The present invention relates to a process for the pre-treatment of electrode bases consisting of a valve metal, also described as a film-forming metal, onto which an electrochemically active coating is subsequently to be applied.
Valve metals, such as the elements of sub-group IV and V of the periodic table, eg. titanium, zirconium, hafnium, vanadium, niobium, tantalum or their alloys with one another, are extensively employed as electrode base materials, because of their good resistance to corrosion. Since, however, they do not conduct current in the cathode direction, they have to be provided with an electrochemically active coating which, for example according to German Published Application DAS No. 1,671,422, consists of an oxide, carbide, nitride or sulfide of palladium, platinum, rhodium, iridium, ruthenium or osmium and of at least one oxide of a film-forming metal. Electrodes in which the electrochemically active coating consists of manganese dioxide or of mixtures of manganese oxide with lead dioxide or vanadium pentoxide, are also becoming of increasing interest.
Before the base is coated, it must be pre-treated. This pretreatment consists (German Published Application DAS No. 1,571,721) essentially in first carrying out a mechanical cleaning and degreasing, with or without a treatment with an oxidizing acid. Thereafter, the base must additionally be treated with non-oxidizing acids, eg. hydrofluoric acid, hydrochloric acid, oxalic acid or tartaric acid, in order to influence its surface character.

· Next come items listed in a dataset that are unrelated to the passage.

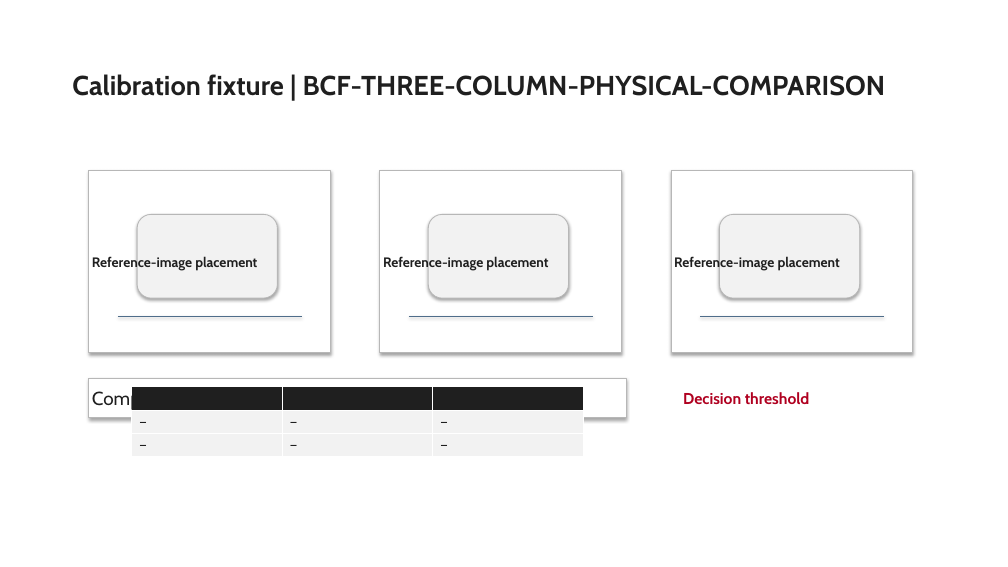
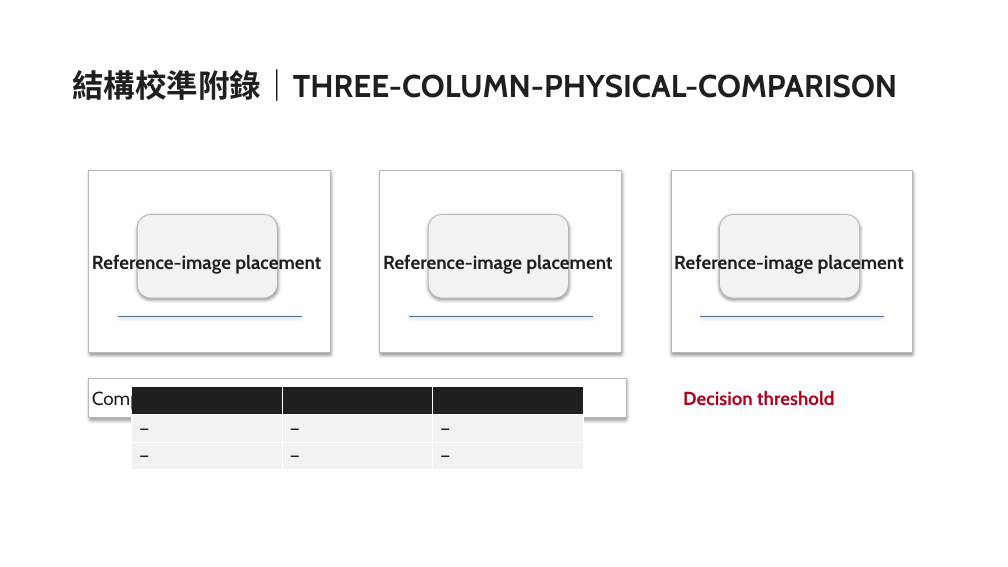
Before and after one commit to Gary0915/AI-Research-SKILLs, a slide deck: slide 31 of thesis-deck-system/artifacts/phase3/planner-composition-candidate-review.pptx (slide 26 before the commit). Drawn at 1008x567 pixels with LibreOffice and Linux fonts; fonts in the diff are those of the drawing. Boxes give left, top, right and bottom in pixels: in the first picture for what was removed or moved away, otherwise in the second. Text is boxed around its words. In the diff, an @@ line names an element or a change of style, - is before the commit and + after.

```diff
--- a/thesis-deck-system/artifacts/phase3/planner-composition-candidate-review.pptx
+++ b/thesis-deck-system/artifacts/phase3/planner-composition-candidate-review.pptx
@@ title at [72, 69, 897, 101]: text changed; size 26 to 30 pt @@
-Calibration fixture | BCF-THREE-COLUMN-PHYSICAL-COMPARISON
+結構校準附錄｜THREE-COLUMN-PHYSICAL-COMPARISON
@@ size 13 to 18 pt in 3 elements at [92, 253, 321, 274], [383, 253, 612, 274], [674, 253, 904, 274] @@
@@ table at [132, 386, 583, 410] @@
@@ size 13 to 16 pt in "Criterion", "Criterion", "Criterion" @@
@@ size 12 to 16 pt in "—", "—", "—", "—" and 2 more places @@
@@ text "Decision threshold" at [683, 390, 835, 406]: size 15 to 18 pt @@
```
Also in this commit, not shown: 9 other slides changed, 21 slides added, 16 slides removed, 11 other files.

Only then can the base be provided with the electrochemically active coating, if necessary after first applying a protective layer.
It is an object of the present invention to provide electrodes which have an increased life and improved electrochemical behavior and which consist of bases of valve metals, with electrochemically active coatings applied thereon.
We have found that this object is achieved if the base is treated with hydrogen before applying the electrochemically active coating.
The process according to the invention may be carried out as follows: the base consisting of valve metal is introduced into a hydrogen atmosphere, if appropriate after first having been cleaned mechanically by means of brushes, sand-blasting and the like, and having been pickled, eg. with hydrofluoric acid or oxalic acid. The treatment with hydrogen may be carried out at room temperature (20° C.) or at elevated temperatures. The duration of the treatment depends on the temperature and may be varied within the range of from about 20 minutes to 2 hours; for a given effect, the duration of the treatment may be the shorter, the higher is the temperature. Advantageously, the treatment is carried out at above 100° C. and up to 500° C. Temperatures above 500° C. do not bring any further advantages and are therefore generally not used. The process may be carried out under atmospheric pressure or superatmospheric pressure of up to 10 bars. In the latter case, the treatment time can again be reduced. The treatment need not be carried out with pure hydrogen; instead the hydrogen may be diluted with a gas which does not react with the valve metals at the selected temperature, for example with noble gases or carbon dioxide.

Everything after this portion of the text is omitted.